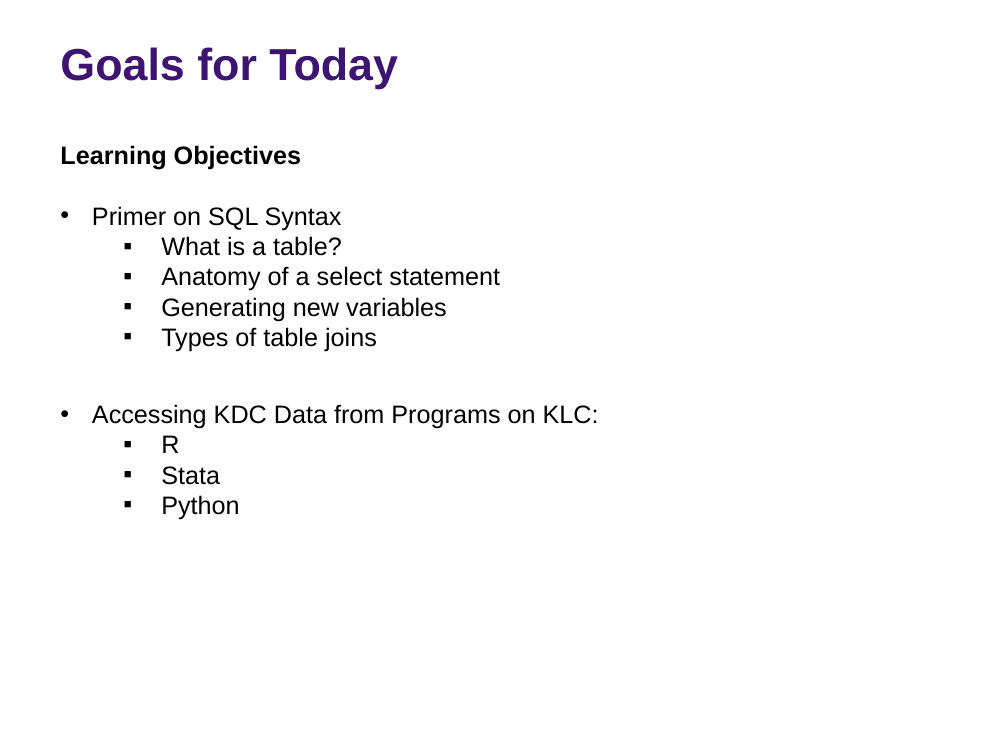
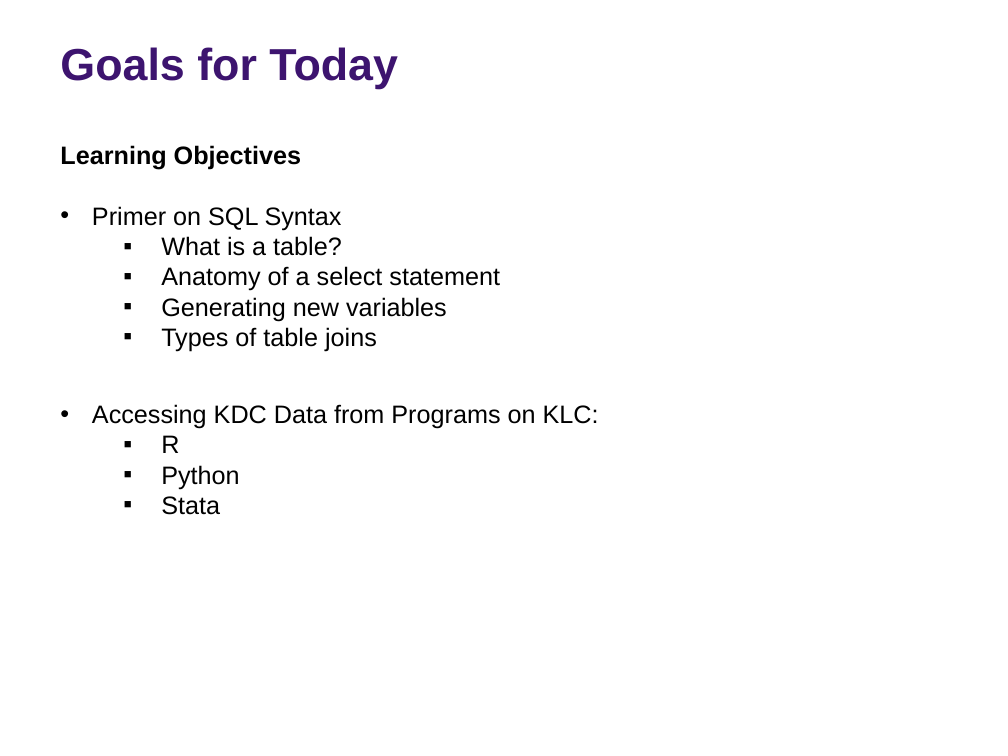
Before and after one commit to rs-kellogg/empirical-workshop-2020, a slide deck: slide 2 of 1-sql-primer/SQL_Primer.pptx. Drawn at 1008x756 pixels with LibreOffice and Linux fonts; fonts in the diff are those of the drawing; background and template pictures are left out. Boxes give left, top, right and bottom in pixels: in the first picture for what was removed or moved away, otherwise in the second. Text is boxed around its words. In the diff, an @@ line names an element or a change of style, - is before the commit and + after.

```diff
--- a/1-sql-primer/SQL_Primer.pptx
+++ b/1-sql-primer/SQL_Primer.pptx
@@ text at [161, 465, 239, 489]: paragraph added @@
+  ▪ Python
@@ text at [161, 495, 239, 519]: paragraph removed @@
-  ▪ Python
```
Also in this commit, not shown: 1 other slide changed, 7 slides added, 1 slide removed.

REQUIREMENT: Search the data for "added". Copy every matching line.

ANSWER TO THIS TASK:
@@ text at [161, 465, 239, 489]: paragraph added @@
Also in this commit, not shown: 1 other slide changed, 7 slides added, 1 slide removed.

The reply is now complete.